Anzeige
Medizin

Eltern leben länger

Wie Kinder die Lebenserwartung beeinflussen

Familie
Wer Kinder hat, lebt länger. © skynesher/ iStock.com

Überraschender Zusammenhang: Eltern leben in der Regel länger als kinderlose Menschen. Wie eine Studie enthüllt, lässt sich dieses Phänomen nur bedingt durch biologische Faktoren wie den schützenden Effekt des Stillens erklären. Denn auch Adoptiveltern profitieren vom Kinderkriegen. Ausschlaggebend für den Lebensbonus scheinen demnach soziale Gründe zu sein. So haben Eltern oftmals von vornherein bessere Voraussetzungen in Sachen Gesundheit und Bildung – und sie verhalten sich durch ihre Kinder anders.

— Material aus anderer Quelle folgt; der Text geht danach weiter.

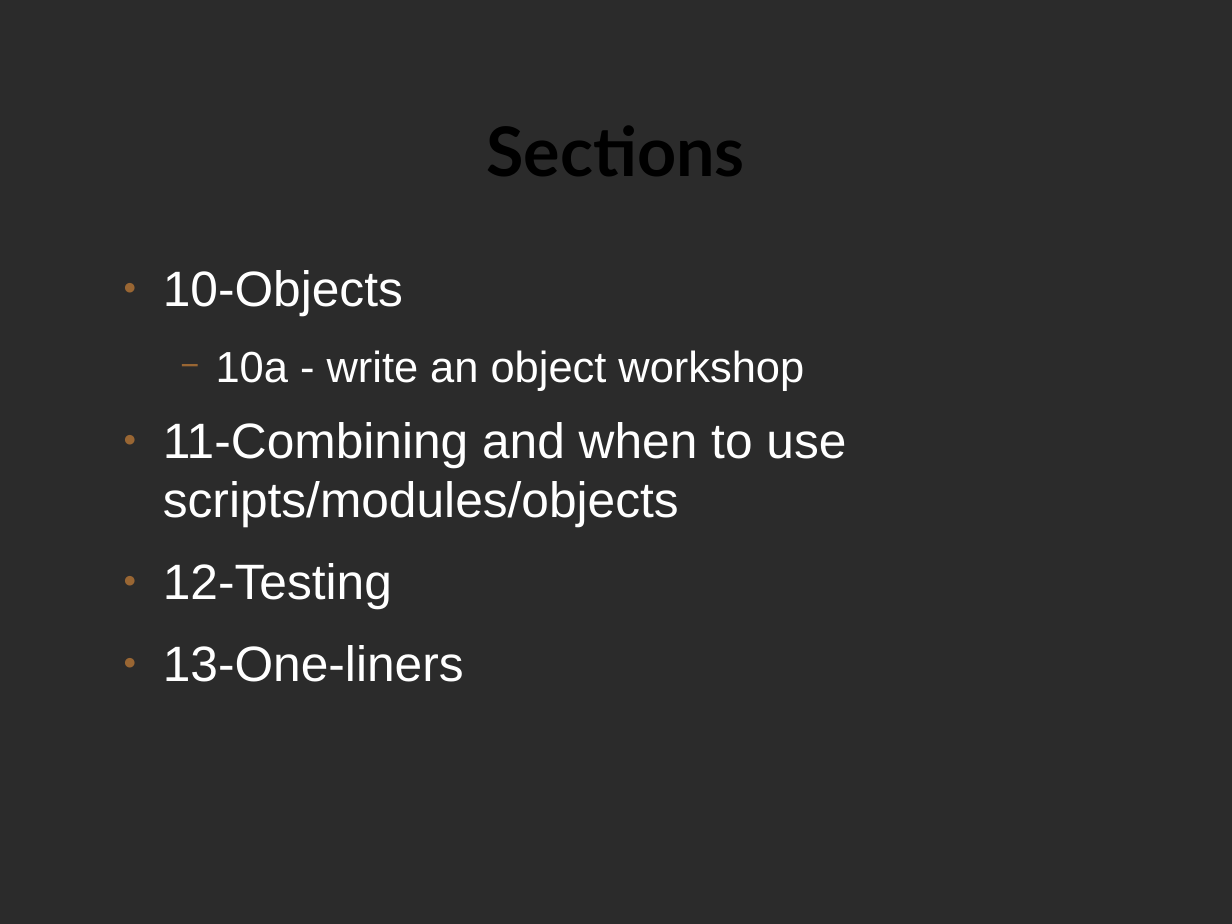
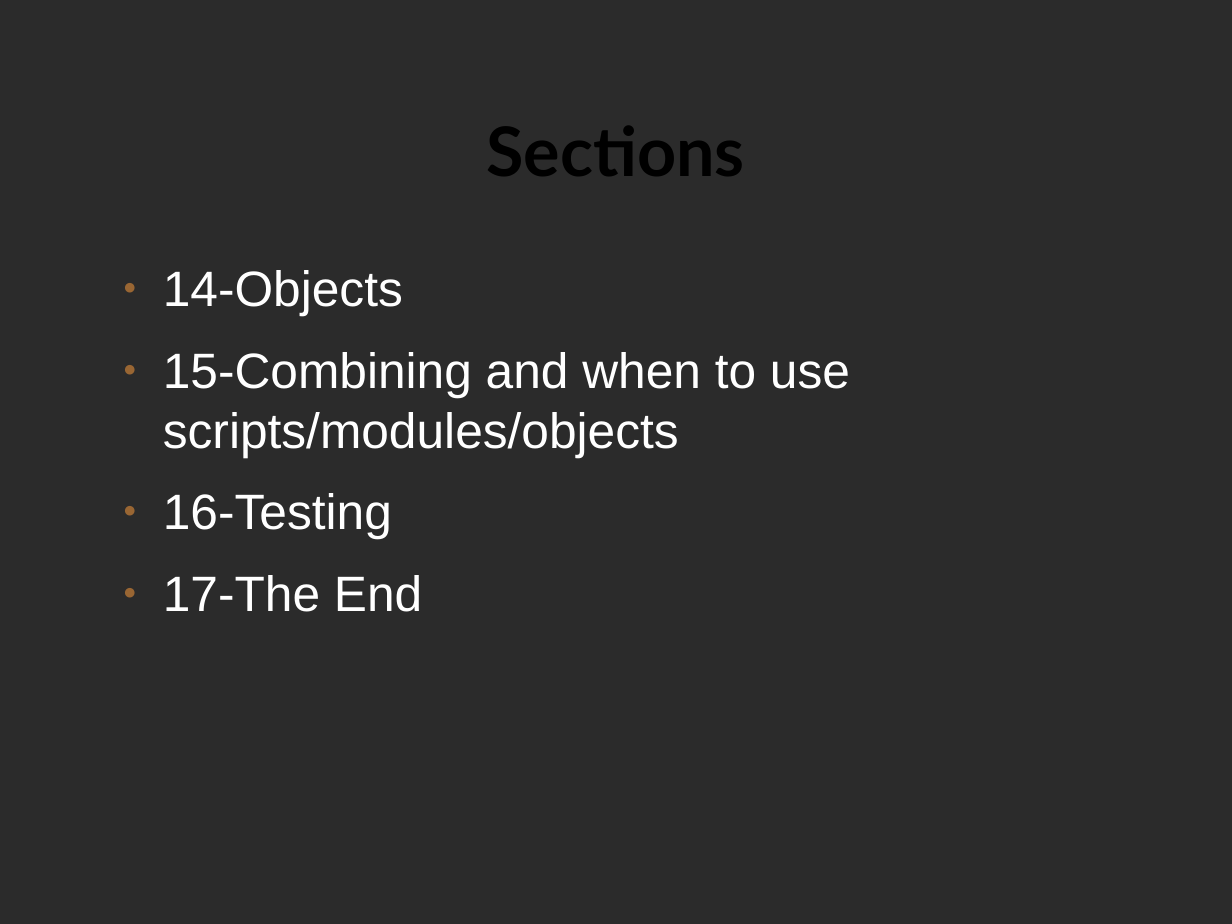
Before and after one commit to setitesuk/basic_perl_course, a slide deck: slide 10 of 00-introduction/introduction_slides.odp. Drawn at 1232x924 pixels with LibreOffice and Linux fonts; fonts in the diff are those of the drawing; background and template pictures are left out; a plain dark background stands for a picture behind light text. Boxes give left, top, right and bottom in pixels: in the first picture for what was removed or moved away, otherwise in the second. Text is boxed around its words. In the diff, an @@ line names an element or a change of style, - is before the commit and + after.

Commit message:
Changes required for v2 of the course, intro/what is perl/running a script

```diff
--- a/00-introduction/introduction_slides.odp
+++ b/00-introduction/introduction_slides.odp
@@ text at <box>163,270,850,612</box>: text changed @@
-● 10-Objects
-  − 10a - write an object workshop
-● 11-Combining and when to use scripts/modules/objects
-● 12-Testing
-● 13-One-liners
+● 14-Objects
+● 15-Combining and when to use scripts/modules/objects
+● 16-Testing
+● 17-The End
```
Also in this commit, not shown: 1 other slide changed, 2 slides added, 2 slides removed, 6 other files.

Das Leben mit Kindern ist nicht immer leicht: Der Nachwuchs kann Eltern den letzten Nerv rauben, ihnen schlaflose Nächte und das ein oder andere graue Haar bescheren. Doch trotz des damit oft verbundenen Stresses scheint sich das Kinderkriegen für die Gesundheit und die Lebenserwartung zu lohnen. Denn Mütter und Väter leben in der Regel länger als kinderlose Menschen, wie Studien zeigen. Wie lässt sich dieser verblüffende Effekt erklären?

Eltern vs. Kinderlose

Auf der Suche nach Antworten haben Kieron Barclay vom Max-Planck-Institut für demografische Forschung in Rostock und Martin Kolk von der Universität Stockholm nun Daten von über vier Millionen schwedischen Frauen und Männern ausgewertet, die zwischen 1915 und 1960 geboren wurden. Das Besondere: Dadurch, dass sie auch Zugriff auf Informationen von Adoptiveltern hatten, konnten die Forscher biologische und soziale Einflussfaktoren besser voneinander trennen.

Die Ergebnisse offenbarten: Die Eltern lebten im Schnitt tatsächlich länger als die Kinderlosen in der Stichprobe. Dieser Effekt war bei Adoptiveltern sogar noch deutlicher, wie das Team berichtet. Demnach stieg die Lebenserwartung durch die Adoption eines Kindes um drei Jahre, bei zwei oder drei Kindern sogar um fünf.

Stillen schützt

Doch warum? Ein kleines Puzzleteil der Erklärung könnten körperliche Folgen von Geburt und Stillzeit sein. So bestätigte die Auswertung die Annahme, dass Frauen die Kinder auf die Welt gebracht und gestillt haben, seltener an Gebärmutterkrebs oder Brustkrebs erkranken. Dieser positive Einfluss gilt für Männer und Adoptiveltern aber natürlich nicht.

Anzeige

Barclay und Kolk vermuten daher, dass die längere Lebenserwartung größtenteils durch andere Faktoren zustande kommt. Ihre Idee: Womöglich sind Eltern von vornherein schon bessergestellt als Menschen, die keine Kinder bekommen. Wer Gesundheit, Geld und Bildung hat, findet demnach eher einen Partner und hat auch die Ressourcen, eine größere Familie zu gründen. Der Sterblichkeitsvorteil wäre damit eine Voraussetzung statt eine Folge von Kindern.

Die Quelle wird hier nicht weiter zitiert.